Fitting and Trimming the Fuselage Canopy
Added 6/22/2005
- 696.6 total hours (646.1 by Me)
Tonight my wife helped me do
a good share of the canopy trimming and fitting. Last night I had
it rough trimmed, and we had the initial fitting done. We were
close, but not at all to where it would slide fully in place.
This is ABSOLUTELY a job for 2 people. I can see possibly
rigging up a hanging system so one person could do it, but even then I
think the job would REALLY be tough.
After doing the trimming, here's a bit of stuff I can pass on.
First, Randy advised me tonight as to how to bevel that front
corner by the lower windscreen corner to make it lay against the panel
upper deck.
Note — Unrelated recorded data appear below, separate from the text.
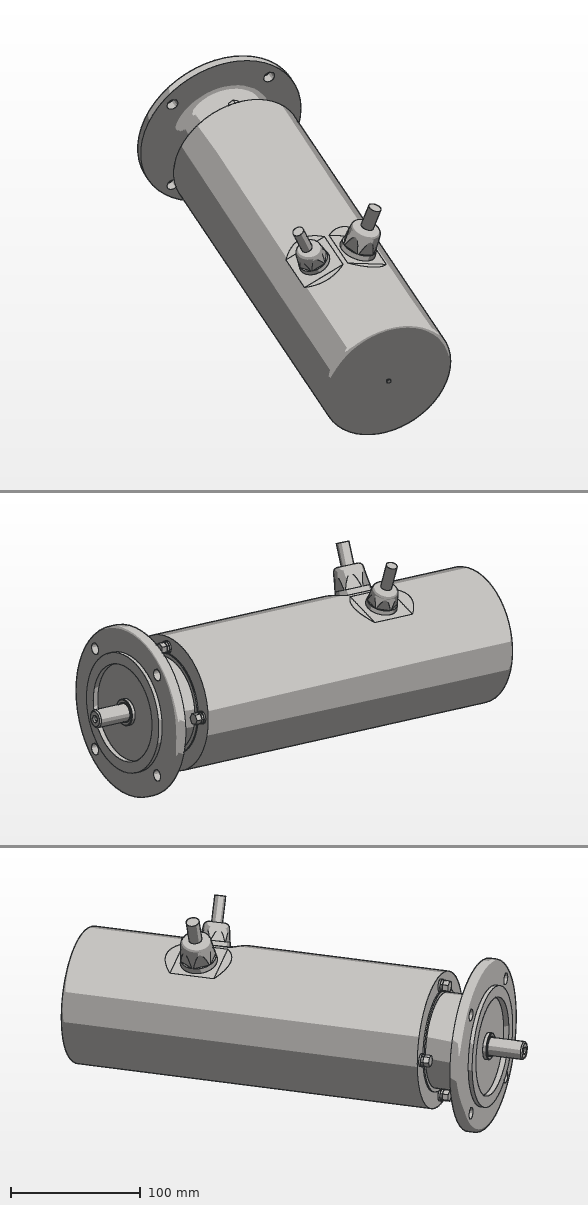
import cadquery as cq
import math


shaft_diameter = 14.0
shaft_tip_diameter = 12.0
center_hole_diameter = 3.45
countersink_diameter = 5.8
center_hole_depth = 5.5

spigot_face_x = 26.5
flange_face_x = 29.7
flange_back_x = 37.5
flange_diameter = 135.0
flange_edge_radius = 2.5
spigot_diameter = 95.0
recess_diameter = 77.0
recess_depth = 4.5
mounting_hole_diameter = 9.0
mounting_circle_diameter = 115.0
mounting_hole_count = 4
first_mounting_hole_angle = 45

seal_diameter = 21.0
seal_face_diameter = 20.0
seal_height = 3.3
seal_bore_diameter = 16.0
seal_bore_depth = 0.7

neck_diameter = 75.0
neck_fillet = 6.5
neck_step_diameter = 81.0
neck_step_length = 1.0

body_front_x = 69.0
body_back_x = 361.0
body_diameter = 107.0
body_edge_radius = 3.08
rear_button_diameter = 3.45
rear_button_length = 1.0

bolt_circle_diameter = 90.5
bolt_head_width = 8.0
bolt_head_height = 4.7
washer_diameter = 10.0
washer_thickness = 1.5
lock_washer_diameter = 9.0
lock_washer_thickness = 1.8
bolt_count = 4

pad_center_x = 260.0
pad_tilt = 21
pad_height = 50.5
pad_flat_length = 36.0
pad_total_length = 52.5

body_radius = body_diameter / 2
recess_floor_x = spigot_face_x + recess_depth


def revolve_about_x(profile):
    return profile.close().revolve(360, (0, 0, 0), (1, 0, 0))


def turned_motor():
    """Shaft, flange, neck and body as one turned shape."""
    tip_chamfer = (shaft_diameter - shaft_tip_diameter) / 2
    flange_radius = flange_diameter / 2
    neck_radius = neck_diameter / 2
    arc_offset = 1 - math.sqrt(0.5)
    profile = (
        cq.Workplane("XY")
        .lineTo(0, shaft_tip_diameter / 2)
        .lineTo(tip_chamfer, shaft_diameter / 2)
        .lineTo(recess_floor_x, shaft_diameter / 2)
        .lineTo(recess_floor_x, recess_diameter / 2)
        .lineTo(spigot_face_x, recess_diameter / 2)
        .lineTo(spigot_face_x, spigot_diameter / 2)
        .lineTo(flange_face_x, spigot_diameter / 2)
        .lineTo(flange_face_x, flange_radius - flange_edge_radius)
        .threePointArc(
            (flange_face_x + arc_offset * flange_edge_radius, flange_radius - arc_offset * flange_edge_radius),
            (flange_face_x + flange_edge_radius, flange_radius),
        )
        .lineTo(flange_back_x, flange_radius)
        .lineTo(flange_back_x, neck_radius + neck_fillet)
        .threePointArc(
            (flange_back_x + arc_offset * neck_fillet, neck_radius + arc_offset * neck_fillet),
            (flange_back_x + neck_fillet, neck_radius),
        )
        .lineTo(body_front_x - neck_step_length, neck_radius)
        .lineTo(body_front_x - neck_step_length, neck_step_diameter / 2)
        .lineTo(body_front_x, neck_step_diameter / 2)
        .lineTo(body_front_x, body_radius)
        .lineTo(body_back_x - body_edge_radius, body_radius)
        .threePointArc(
            (body_back_x - arc_offset * body_edge_radius, body_radius - arc_offset * body_edge_radius),
            (body_back_x, body_radius - body_edge_radius),
        )
        .lineTo(body_back_x, rear_button_diameter / 2)
        .lineTo(body_back_x + rear_button_length, rear_button_diameter / 2)
        .lineTo(body_back_x + rear_button_length, 0)
    )
    return revolve_about_x(profile)


def seal_ring():
    """Chamfered ring with a shallow bore around the shaft."""
    chamfer = (seal_diameter - seal_face_diameter) / 2
    face_x = recess_floor_x - seal_height
    profile = (
        cq.Workplane("XY")
        .moveTo(recess_floor_x, 0)
        .lineTo(recess_floor_x, seal_diameter / 2)
        .lineTo(face_x + chamfer, seal_diameter / 2)
        .lineTo(face_x, seal_face_diameter / 2)
        .lineTo(face_x, seal_bore_diameter / 2)
        .lineTo(face_x + seal_bore_depth, seal_bore_diameter / 2)
        .lineTo(face_x + seal_bore_depth, 0)
    )
    return revolve_about_x(profile)


def center_hole():
    """Centre drilling in the shaft tip, with a 90 degree countersink and drill point."""
    countersink_radius = countersink_diameter / 2
    hole_radius = center_hole_diameter / 2
    profile = (
        cq.Workplane("XY")
        .lineTo(0, countersink_radius)
        .lineTo(countersink_radius - hole_radius, hole_radius)
        .lineTo(center_hole_depth, hole_radius)
        .lineTo(center_hole_depth + hole_radius, 0)
    )
    return revolve_about_x(profile)


def mounting_holes():
    return (
        cq.Workplane("YZ", origin=(flange_face_x, 0, 0))
        .polarArray(mounting_circle_diameter / 2, first_mounting_hole_angle, 360, mounting_hole_count)
        .circle(mounting_hole_diameter / 2)
        .extrude(flange_back_x - flange_face_x)
    )


def bolts():
    """Washers and hexagon heads, each with a corner pointing away from the motor axis."""
    corner_diameter = bolt_head_width / math.cos(math.pi / 6)
    lock_washer_height = washer_thickness + lock_washer_thickness
    bolt_height = lock_washer_height + bolt_head_height
    front_face = cq.Workplane("YZ", origin=(body_front_x, 0, 0))
    bolt_centers = front_face.polarArray(bolt_circle_diameter / 2, 0, 360, bolt_count)
    washers = bolt_centers.circle(washer_diameter / 2).extrude(-washer_thickness)
    lock_washers = bolt_centers.circle(lock_washer_diameter / 2).extrude(-lock_washer_height)
    heads = bolt_centers.polygon(6, corner_diameter).extrude(-bolt_height)
    return washers.union(lock_washers).union(heads)


def tilted(shape, tilt):
    """Swing a shape from the top of the body around the motor axis; a positive tilt is toward +Y."""
    return shape.rotate((0, 0, 0), (1, 0, 0), -tilt)


def pad_cutter():
    """Cutter that leaves a flat on top of the body, with a slope running out at each end."""
    half_flat = pad_flat_length / 2
    half_total = pad_total_length / 2
    return (
        cq.Workplane("XZ", origin=(pad_center_x, 0, 0))
        .moveTo(-half_flat, pad_height)
        .lineTo(half_flat, pad_height)
        .lineTo(half_total, body_radius)
        .lineTo(-half_total, body_radius)
        .close()
        .extrude(body_radius, both=True)
    )


def make_motor():
    motor = turned_motor().union(seal_ring()).union(bolts())
    motor = motor.cut(center_hole()).cut(mounting_holes())
    for tilt in (pad_tilt, -pad_tilt):
        motor = motor.cut(tilted(pad_cutter(), tilt))
    return motor


def make_gland(
    tilt, base_diameter, collar_height, nut_width, crown_diameter, top_diameter, gland_height,
    cable_diameter, cable_end,
):
    """Cable gland with its cable, standing on a pad. The cable end is measured from the motor axis."""
    base_radius = base_diameter / 2
    crown_radius = crown_diameter / 2
    top_radius = top_diameter / 2
    crown_fillet = crown_radius - top_radius
    arc_offset = crown_fillet * math.sqrt(0.5)
    crown_height = gland_height - crown_fillet

    body = (
        cq.Workplane("XZ")
        .lineTo(base_radius, 0)
        .lineTo(crown_radius, crown_height)
        .threePointArc(
            (top_radius + arc_offset, crown_height + arc_offset),
            (top_radius, gland_height),
        )
        .lineTo(0, gland_height)
        .close()
        .revolve(360, (0, 0, 0), (0, 1, 0))
    )

    flats = (
        cq.Workplane("XY", origin=(0, 0, collar_height))
        .circle(base_diameter)
        .polygon(6, nut_width / math.cos(math.pi / 6))
        .extrude(gland_height)
        .rotate((0, 0, 0), (0, 0, 1), 30)
    )
    cable = cq.Workplane("XY").circle(cable_diameter / 2).extrude(cable_end - pad_height)
    gland = body.cut(flats).union(cable)
    return tilted(gland.translate((pad_center_x, 0, pad_height)), tilt)


motor = make_motor()

large_gland = make_gland(
    tilt=pad_tilt,
    base_diameter=29,
    collar_height=4.5,
    nut_width=24.5,
    crown_diameter=24.0,
    top_diameter=16.0,
    gland_height=22.5,
    cable_diameter=10.0,
    cable_end=91.2,
)

small_gland = make_gland(
    tilt=-pad_tilt,
    base_diameter=25.0,
    collar_height=3.5,
    nut_width=21.0,
    crown_diameter=20.5,
    top_diameter=12.0,
    gland_height=17.7,
    cable_diameter=8.7,
    cable_end=89.0,
)

result = cq.Compound.makeCompound([motor.val(), large_gland.val(), small_gland.val()])

The photos of that jagged cut don't really tell the
story well. The plans help, but photos and words are worth more.
You basically taper the inner edge of that down to lay and just
touch that panel area, so it doesn't push it in much when in place.
The door area is a bit tricky. You really remove a LOT of
material over your trimming from the scribe lines. When you're
done, you really won't have any "lip" left (flange, whatever you call
it), where it lays on the door edge. By the time my door sat low
enough on the fuselage, and fit in at all on the front and rear
uprights, that whole flange was not a lot more than 1/8" thick...maybe
3/16" or so. I used a belt sander to take down the fiberglass.
Randy thought that would be pretty aggressive, but I used medium
grit paper, and went slowly. The nice thing about it was that
with a belt sander, it was easier to make it all fairly flat and
straight. Mine came out spectacular on one of the trim downs, and
almost as good on the final one when I got it down as low as I wanted
to try. I used a die grinder with a sanding wheel on the tight
areas. With that, you have to be a bit more careful to make
things straight and smooth. It was going good for a while, but I
do have a couple of dings in the glass that I'll have to fill around
the doors that I caused with that tool.
You trim that area around the doors down so that it sets on the ledge,
and the skin above the rear vents goes up very close to the top of the
ridge in the canopy flange below the window. I say close because
both Randy and I found that you can't get it to fit up exact very
easily. We both had about 1/8" gap from skin to top of flange
step above the vents...but, it tapered down to almost nothing for a gap
by the rear of that skin to canopy area above the baggage door.
The fiberglass around the door should also just come out flush to
the side skins.
So cutting it down to fit it around the doors takes a lot of material
removal. On the previous day's page I gave the tip to measure the
width between the front and rear door uppers, then transfer that
measurement onto the outer edges of the door area on the canopy.
That way you can mentally prepare for how much material you'll be
removing. If you understand that you will need to remove quite a
bit up front, you can probably save youself a trial-fitting or two.
Also, make sure you have NO MORE than the 3/4" flange remaining
around the rear and side skin junctions....too much and it hits the
longerons there, or the rear bulkhead. My advice is to oversize
it with the initial cutting, then use something like that sander to
take it down to about 3/4" exact, or maybe even 1/16" under, before you
even try to fit the canopy. Do this at your own risk though....in
case your fuselage or canopy has some wacko different than normal
measurement....unlikely at best.
The front metal tab on the top of the front door frame upper needs to
be tipped backwards into the canopy slot for the canopy to fit at all
good in that area.
Nothing else outstanding. Best just to view the photos to see the
progression.
One nice note was that Jesse Saint's RV-10 was the 10th one flying
today on it's first flight. He had a note that said to make sure
you seal the cabin heat boxes on the firewall before you mount the
engine mount. As you can see (maybe) in the photo way below, I
actually did this at the time of mounting the box, when I prosealed the
firewall!! I can't believe something worked out great for me like
that. Nice surpise. Hey, good job Jesse, glad you're
plane's in the air, even if you're stuck watching it from the ground.